SparQ Attention: Bandwidth-Efficient LLM Inference
Luka Ribar, Ivan Chelombiev, Luke Hudlass-Galley, Charlie Blake, Carlo Luschi, Douglas Orr
TL;DR
SparQ Attention targets the memory bandwidth bottleneck in autoregressive LLM inference by selectively fetching only the most relevant KV cache entries. It combines top-$k$ attention selection with mean-value reallocation and a query-sparsity heuristic, enabling substantial data-transfer reductions (up to $8\times$) while preserving task performance across diverse models. The method supports grouped-query attention, shows strong scalability to long sequences, and is validated through microbenchmarks and end-to-end tests on CPU and GPU, demonstrating practical inference speedups.
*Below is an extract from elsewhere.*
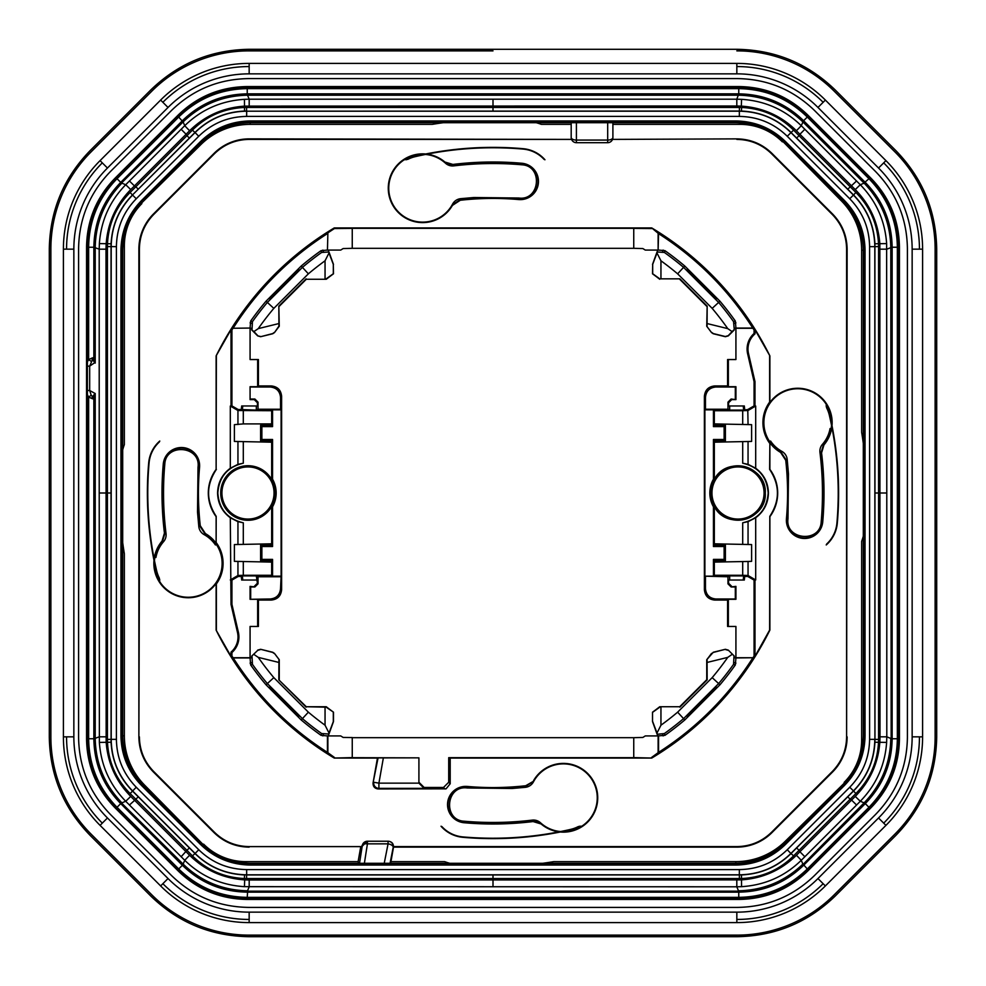 <?xml version="1.0" encoding="UTF-8"?>
<svg xmlns="http://www.w3.org/2000/svg" width="986" height="986" viewBox="0 0 986 986"><rect width="100%" height="100%" fill="white"/><g stroke="black" fill="none" stroke-linecap="round" stroke-linejoin="round"><path stroke-width="1.48" d="M92.068 398.603L93.855 399.12L93.855 738.76L88.641 738.76C89.036 765.358 98.501 788.208 117.038 807.3L120.723 803.615C103.173 785.546 94.225 763.928 93.855 738.76L95.211 738.341L95.211 393.525L89.677 390.505L91.193 395.263L92.918 396.914L93.152 396.076L92.203 396.384L92.068 398.603L88.641 397.05L87.384 394.733L87.384 738.563C87.766 765.346 97.294 788.332 115.954 807.534L178.466 870.046C197.668 888.706 220.654 898.234 247.437 898.616L738.563 898.616C765.346 898.234 788.332 888.706 807.534 870.046L870.046 807.534C888.706 788.332 898.234 765.346 898.616 738.563L898.616 247.437C898.234 220.654 888.706 197.668 870.046 178.466L807.534 115.954C788.332 97.294 765.346 87.766 738.563 87.384L247.437 87.384C220.654 87.766 197.668 97.294 178.466 115.954L115.954 178.466C97.294 197.668 87.766 220.654 87.384 247.437L87.384 361.887L88.641 359.582L88.641 247.239C89.036 220.642 98.501 197.792 117.038 178.7L178.7 117.038C197.792 98.501 220.642 89.036 247.239 88.641L738.76 88.641C765.358 89.036 788.208 98.501 807.3 117.038L803.615 120.723C785.546 103.173 763.928 94.225 738.76 93.855L736.813 99.204L736.813 106.007L244.701 106.118C223.156 107.597 204.792 115.806 189.583 130.756L186.095 134.256L186.946 135.674L192.43 130.127C206.715 116.015 224.032 108.46 244.38 107.462L741.62 107.462L741.299 106.118L736.813 106.007M87.384 394.733L87.384 361.887M86.558 247.092C86.941 220.322 96.468 197.323 115.128 178.121L178.121 115.128C197.323 96.468 220.322 86.941 247.092 86.558L738.908 86.558C765.678 86.941 788.677 96.468 807.879 115.128L870.872 178.121C889.532 197.323 899.059 220.322 899.442 247.092L899.442 738.908C899.059 765.678 889.532 788.677 870.872 807.879L807.879 870.872C788.677 889.532 765.678 899.059 738.908 899.442L247.092 899.442C220.322 899.059 197.323 889.532 178.121 870.872L115.128 807.879C96.468 788.677 86.941 765.678 86.558 738.908L86.558 247.092L87.384 247.437M95.211 393.525L94.841 394.93L95.211 393.525M94.631 393.87L93.152 396.076L94.077 398.295L94.841 394.93L94.841 738.613C95.285 763.571 104.183 785.041 121.512 803.011L183.149 864.118C201.119 881.41 222.589 890.296 247.535 890.789L249.187 886.796L249.187 879.993L741.299 879.882C762.844 878.403 781.208 870.194 796.417 855.244L799.905 851.744L799.054 850.326L793.57 855.873C779.285 869.985 761.968 877.54 741.62 878.538L244.38 878.538L244.701 879.882L249.187 879.993M94.841 738.613L95.211 738.465C95.691 763.41 104.59 784.868 121.882 802.85L125.715 801.273L184.727 860.285C201.255 876.369 221.16 885.169 244.429 886.673L736.813 886.796L736.813 879.993M136.265 198.753L198.753 136.265L195.068 132.58L132.432 195.006C119.207 208.539 112.096 224.796 111.085 243.764L111.036 246.599L116.41 246.66C116.693 228.062 123.299 212.101 136.265 198.753L132.58 195.068C118.616 209.439 111.492 226.632 111.196 246.66L111.196 739.34L107.425 739.414L107.412 493L99.216 493L99.364 742.409C101.003 765.272 109.779 784.893 125.715 801.273L130.744 796.417L189.583 855.244C204.792 870.194 223.156 878.403 244.701 879.882L244.429 886.673M99.216 493L99.204 249.187L106.007 249.175L106.155 742.101C107.757 763.226 115.954 781.331 130.744 796.417M107.425 739.414L107.486 742.446C108.633 762.363 116.175 779.396 130.127 793.557L135.846 799.227L129.437 805.02M111.036 493L111.036 246.599L107.425 246.586L107.412 493L111.036 493L111.085 742.236C112.096 761.204 119.207 777.461 132.432 790.994L138.25 796.799L135.846 799.227L186.946 850.326L181.153 856.723M138.25 796.799L189.374 847.935L186.946 850.326L192.43 855.873C206.715 869.985 224.032 877.54 244.38 878.538L244.528 874.939L246.66 874.804L739.34 874.804L739.401 878.575M107.425 246.586L107.486 243.554C108.633 223.637 116.175 206.604 130.127 192.443L135.846 186.773L134.429 185.935L186.095 134.256L181.153 129.277L184.727 125.715C201.255 109.631 221.16 100.831 244.429 99.327L249.187 99.204L249.187 106.007M106.007 249.175L106.155 243.899C107.757 222.774 115.954 204.669 130.744 189.583L134.429 185.935L129.437 180.98L181.153 129.277M92.918 359.717L93.152 360.543L92.203 360.235L92.918 359.717A3.131 3.118 164.7 0 0 93.855 357.499L93.855 247.239L99.204 249.187L99.364 243.591C101.003 220.728 109.779 201.107 125.715 184.727L130.744 189.583M130.127 192.443L132.432 195.006L138.25 189.201L135.846 186.773L186.946 135.674L189.374 138.065L195.006 132.432C208.662 119.059 225.178 111.936 244.54 111.061L246.599 111.036L246.599 107.425M87.409 390.505L89.677 390.505L89.677 366.126L92.203 360.235L92.068 358.029L93.855 357.499L94.077 358.337A3.131 3.118 164.7 0 1 93.152 360.543L95.211 363.107L95.211 247.535C95.691 222.589 104.59 201.132 121.882 183.149L125.715 184.727L129.437 180.98M116.41 246.66L116.41 739.34L111.196 739.34C111.492 759.368 118.616 776.561 132.58 790.932L195.068 853.42C209.439 867.384 226.632 874.508 246.66 874.804L246.66 869.59C228.062 869.307 212.101 862.701 198.753 849.735L195.006 853.568C208.662 866.94 225.178 874.064 244.528 874.939M94.841 247.387C95.285 222.429 104.183 200.959 121.512 182.989L183.149 121.882C201.119 104.59 222.589 95.704 247.535 95.211L249.187 99.204L736.813 99.204L741.571 99.327L741.312 106.118C762.844 107.597 781.208 115.806 796.417 130.756L799.905 134.256L799.054 135.674L793.57 130.127C779.285 116.015 761.968 108.46 741.62 107.462L741.46 111.061L739.34 111.196L246.66 111.196L739.401 111.036L739.401 107.425M865.055 250.469L865.055 735.531C864.771 754.98 857.857 771.681 844.299 785.632L785.632 844.299C771.681 857.857 754.98 864.771 735.531 865.055L250.469 865.055C231.02 864.771 214.319 857.857 200.368 844.299L141.701 785.632C128.143 771.681 121.229 754.98 120.945 735.531L120.945 250.469C121.229 231.02 128.143 214.319 141.701 200.368L200.368 141.701C214.319 128.143 231.02 121.229 250.469 120.945L735.531 120.945C754.98 121.229 771.681 128.143 785.632 141.701L844.299 200.368C857.857 214.319 864.771 231.02 865.055 250.469L864.352 250.764L864.352 735.236C864.056 754.684 857.142 771.385 843.597 785.337L785.337 843.597C771.385 857.142 754.684 864.056 735.236 864.352L250.764 864.352C231.316 864.056 214.615 857.142 200.663 843.597L142.403 785.337C128.858 771.385 121.944 754.684 121.648 735.236L121.648 250.764C121.944 231.316 128.858 214.615 142.403 200.663L200.663 142.403C214.615 128.858 231.316 121.944 250.764 121.648L735.236 121.648C754.684 121.944 771.385 128.858 785.337 142.403L843.597 200.663C857.142 214.615 864.056 231.316 864.352 250.764M88.641 247.239L93.855 247.239C94.225 222.072 103.173 200.454 120.723 182.385L121.709 182.804L182.989 121.512L184.727 125.715L189.583 130.756M869.59 739.34C869.307 757.938 862.701 773.899 849.735 787.247L853.568 790.994C866.793 777.461 873.904 761.204 874.915 742.236L874.804 246.66L869.59 246.66L869.59 739.34L874.804 739.34C874.508 759.368 867.384 776.561 853.42 790.932L790.932 853.42C776.561 867.384 759.368 874.508 739.34 874.804L739.34 869.59L246.66 869.59M192.43 130.127L195.068 132.58C209.439 118.616 226.632 111.492 246.66 111.196L246.66 116.41C228.062 116.693 212.101 123.299 198.753 136.265M182.989 121.512C200.959 104.183 222.417 95.285 247.387 94.841L738.465 95.211C763.41 95.704 784.881 104.59 802.85 121.882L803.011 121.512C785.041 104.183 763.583 95.285 738.613 94.841M117.038 178.7L120.723 182.385L182.385 120.723C200.454 103.173 222.072 94.225 247.239 93.855L247.387 94.841M849.735 787.247L787.247 849.735L790.994 853.568C777.338 866.94 760.822 874.064 741.472 874.939L246.599 874.964L246.599 878.575M735.223 122.695L250.777 122.695C231.611 122.979 215.145 129.795 201.391 143.155L143.155 201.391C129.795 215.145 122.979 231.611 122.695 250.777L122.695 735.223C122.979 754.389 129.795 770.855 143.155 784.61L201.391 842.845C215.145 856.205 231.611 863.021 250.777 863.305L735.223 863.305C754.389 863.021 770.855 856.205 784.61 842.845L842.845 784.61C856.205 770.855 863.021 754.389 863.305 735.223L863.305 250.777C863.021 231.611 856.205 215.145 842.845 201.391L784.61 143.155C770.855 129.795 754.389 122.979 735.223 122.695M874.964 493L874.964 739.401L878.575 739.414L878.588 493L874.964 493L874.915 243.764C873.904 224.796 866.793 208.539 853.568 195.006L853.42 195.068C867.384 209.439 874.508 226.632 874.804 246.66L878.575 246.586L878.575 493L886.784 493L886.636 243.591C884.997 220.728 876.221 201.107 860.285 184.727L801.273 125.715C784.745 109.631 764.84 100.831 741.571 99.327M891.159 247.387L890.789 247.535C890.309 222.589 881.41 201.132 864.118 183.149L802.937 121.968L803.615 120.723L865.277 182.385C882.827 200.454 891.775 222.072 892.145 247.239L890.789 247.659L891.159 738.613C890.715 763.571 881.817 785.041 864.488 803.011L865.277 803.615C882.827 785.546 891.775 763.928 892.145 738.76L891.159 738.341L891.159 247.387C890.715 222.429 881.817 200.959 864.488 182.989L803.011 121.512M878.575 246.586L878.514 243.554C877.367 223.637 869.825 206.604 855.873 192.443L799.054 135.674L796.626 138.065L790.994 132.432C777.338 119.059 760.822 111.936 741.472 111.061M886.784 493L886.796 736.813L879.993 736.825L879.845 243.899C878.243 222.774 870.046 204.669 855.256 189.583L799.905 134.256L804.847 129.277M869.59 246.66C869.307 228.062 862.701 212.101 849.735 198.753L853.42 195.068L790.932 132.58C776.561 118.616 759.368 111.492 739.34 111.196L739.34 116.41L246.66 116.41M855.873 192.443L853.568 195.006L847.75 189.201L856.563 180.98M878.575 739.414L878.514 742.446C877.367 762.363 869.825 779.396 855.873 793.557L850.154 799.227L851.571 800.065L799.905 851.744L804.847 856.723L801.273 860.285C784.745 876.369 764.84 885.169 741.571 886.673L736.813 886.796L738.465 890.789C763.41 890.296 784.881 881.41 802.85 864.118L801.273 860.285L796.417 855.244M879.993 736.825L879.845 742.101C878.243 763.226 870.046 781.331 855.256 796.417L851.571 800.065L856.563 805.02L804.847 856.723M891.159 738.613L886.796 736.813L886.636 742.409C884.997 765.272 876.221 784.893 860.285 801.273L855.256 796.417M814.621 875.408C793.101 896.299 767.342 906.972 737.355 907.403L248.645 907.403C218.658 906.972 192.899 896.299 171.379 875.408L110.592 814.621C89.701 793.101 79.028 767.342 78.597 737.355L78.597 248.645C79.028 218.658 89.701 192.899 110.592 171.379L171.379 110.592C192.899 89.701 218.658 79.028 248.645 78.597L737.355 78.597C767.342 79.028 793.101 89.701 814.621 110.592L875.408 171.379C896.299 192.899 906.972 218.658 907.403 248.645L907.403 737.355C906.972 767.342 896.299 793.101 875.408 814.621L814.621 875.408M890.789 738.341L890.789 738.465C890.309 763.41 881.41 784.868 864.118 802.85L860.285 801.273L856.563 805.02M855.873 793.557L853.568 790.994L847.75 796.799L850.154 799.227L799.054 850.326L796.626 847.935L790.994 853.568L793.57 855.873M864.488 803.011L803.011 864.488C785.041 881.817 763.583 890.715 738.613 891.159L247.387 891.159L738.613 891.159M864.032 802.937L803.011 864.488M864.032 183.063L868.962 178.7C887.499 197.792 896.964 220.642 897.359 247.239L892.145 247.239L892.145 738.76L897.359 738.76C896.964 765.358 887.499 788.208 868.962 807.3L865.277 803.615L803.615 865.277C785.546 882.827 763.928 891.775 738.76 892.145L738.341 890.789M868.962 807.3L807.3 868.962C788.208 887.499 765.358 896.964 738.76 897.359L738.76 892.145L247.239 892.145C222.072 891.775 200.454 882.827 182.385 865.277L182.989 864.488C200.959 881.817 222.417 890.715 247.387 891.159M182.989 864.488L184.727 860.285L189.583 855.244M94.631 362.762L89.677 366.126L87.409 366.126M91.193 361.369L88.641 359.582L92.068 358.029M864.488 182.989L860.285 184.727L855.256 189.583M91.193 395.263L88.641 397.05L88.641 738.76M92.918 396.914L93.855 399.12L94.077 398.295M612.528 139.396L736.838 138.878L612.528 139.396A5.213 5.213 0 0 1 607.684 142.687L576.403 142.687A5.213 5.213 0 0 1 571.572 139.396L249.162 138.878A49.719 49.719 0 0 0 213.999 153.434L153.434 213.999A49.719 49.719 0 0 0 138.878 249.162L138.878 736.838L139.396 567.443A49.004 49.004 0 0 1 139.396 559.284L139.396 249.162C139.593 235.666 144.4 224.069 153.804 214.381L214.381 153.804C224.056 144.4 235.654 139.605 249.162 139.396L418.557 139.396A49.004 49.004 0 0 1 426.716 139.396L571.572 139.396M249.162 846.604L361.837 846.604L249.162 846.604C235.654 846.395 224.056 841.6 214.381 832.196L153.804 771.619C144.4 761.932 139.593 750.334 139.396 736.838M390.049 863.305L393.192 847.356A5.213 2.564 11.1 0 0 388.065 843.843L388.065 841.231A5.213 5.213 -90 0 1 393.192 847.356L393.463 847.356C393.636 843.733 391.923 841.687 388.324 841.231L367.162 841.231L361.837 846.604M390.653 863.305L393.599 846.604L559.284 846.604A49.004 49.004 0 0 0 567.443 846.604L736.838 846.604C750.346 846.395 761.944 841.6 771.619 832.196L832.196 771.619C841.6 761.932 846.407 750.334 846.604 736.838L846.604 426.716A49.004 49.004 0 0 0 846.604 418.557L846.604 249.162C846.407 235.666 841.6 224.069 832.196 214.381L771.619 153.804C761.944 144.4 750.346 139.605 736.838 139.396M427.024 154.136A34.374 34.374 0 0 1 444.896 162.037L452.907 164.44A331 331 0 0 1 521.853 163.257A18.216 18.216 0 0 1 538.405 182.989A18.216 18.216 0 0 1 518.673 199.554A294.567 294.567 0 0 0 460.289 200.257L452.414 205.408A34.374 34.374 0 0 1 389.199 180.278A34.374 34.374 0 0 1 425.693 153.989M352.248 757.605L334.229 758.049A308.963 308.963 0 0 1 216.131 630.128L216.131 583.441A34.374 34.374 0 0 1 153.989 560.307M154.136 558.976A34.374 34.374 0 0 1 162.037 541.104L164.44 533.093A331 331 0 0 1 163.257 464.147A18.216 18.216 0 0 1 182.989 447.595A18.216 18.216 0 0 1 199.554 467.327A294.567 294.567 0 0 0 200.257 525.711L205.408 533.586A34.374 34.374 0 0 1 216.131 543.274L216.131 516.652A39.674 39.674 0 0 1 216.131 469.348L216.131 355.872A308.963 308.963 0 0 1 334.229 227.951L651.771 227.951A308.963 308.963 0 0 1 769.869 355.872L769.869 402.559A34.374 34.374 0 0 1 832.011 425.693M831.864 427.024A34.374 34.374 0 0 1 823.963 444.896L821.56 452.907A331 331 0 0 1 822.743 521.853A18.216 18.216 0 0 1 803.011 538.405A18.216 18.216 0 0 1 786.446 518.673A294.567 294.567 0 0 0 785.743 460.289L780.592 452.414A34.374 34.374 0 0 1 769.869 442.726L769.635 469.422C779.951 485.026 780.012 500.654 769.807 516.331L769.635 630.066L754.993 656.331L754.98 579.571L753.982 580.039L747.782 576.453L744.701 576.453L744.319 580.039L743.222 580.039L743.654 575.91L729.677 575.91L727.976 576.761L704.891 576.181L713.433 576.181L714.332 575.282L714.332 562.094L748.054 561.465L748.054 575.504L754.98 579.571M705.458 576.761L705.458 588.568C706.087 594.903 709.563 598.379 715.885 598.995L735.322 598.995L735.322 586.966L731.107 586.966L735.926 586.362L735.926 599.303L728.358 599.303L728.358 626.455L735.926 626.455L735.926 657.736L753.021 657.736A307.817 307.817 0 0 0 753.834 656.454A307.817 307.817 0 0 0 754.08 656.06L755.227 656.393A308.963 308.963 0 0 0 769.869 630.128L769.869 516.652A39.674 39.674 0 0 0 769.869 469.348L769.869 442.726M755.227 656.393A308.963 308.963 0 0 1 651.771 758.049L450.195 758.049L450.195 783.747L446.079 788.837L378.205 788.96C374.618 788.504 372.905 786.458 373.078 782.847L378.069 757.901L418.914 757.852L418.914 783.155L424.128 788.369L378.907 788.369A5.213 5.201 50 0 1 373.78 782.255L378.907 783.155L383.369 757.852M334.229 758.049L377.453 758.049L373.078 782.847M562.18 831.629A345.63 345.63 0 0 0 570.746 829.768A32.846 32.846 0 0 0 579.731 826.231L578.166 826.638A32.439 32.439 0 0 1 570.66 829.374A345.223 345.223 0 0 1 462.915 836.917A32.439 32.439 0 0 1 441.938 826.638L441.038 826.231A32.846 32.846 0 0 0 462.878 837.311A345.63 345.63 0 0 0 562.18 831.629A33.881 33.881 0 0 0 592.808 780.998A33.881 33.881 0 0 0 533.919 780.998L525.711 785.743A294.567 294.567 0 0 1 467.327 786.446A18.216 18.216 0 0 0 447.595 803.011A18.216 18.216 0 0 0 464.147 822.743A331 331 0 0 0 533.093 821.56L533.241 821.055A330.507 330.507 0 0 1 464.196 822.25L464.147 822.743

Overall, SparQ offers a hardware-aware, plug-in improvement for pre-trained LLMs that maintains full context information and generalizes across model families and tasks, reducing latency in real-world deployments.
Abstract
The computational difficulties of large language model (LLM) inference remain a significant obstacle to their widespread deployment. The need for many applications to support long input sequences and process them in large batches typically causes token-generation to be bottlenecked by data transfer. For this reason, we introduce SparQ Attention, a technique for increasing the inference throughput of LLMs by utilising memory bandwidth more efficiently within the attention layers, through selective fetching of the cached history. Our proposed technique can be applied directly to off-the-shelf LLMs during inference, without requiring any modification to the pre-training setup or additional fine-tuning. We show that SparQ Attention brings up to 8x savings in attention data transfers without substantial drops in accuracy, by evaluating Llama 2 and 3, Mistral, Gemma and Pythia models on a wide range of downstream tasks.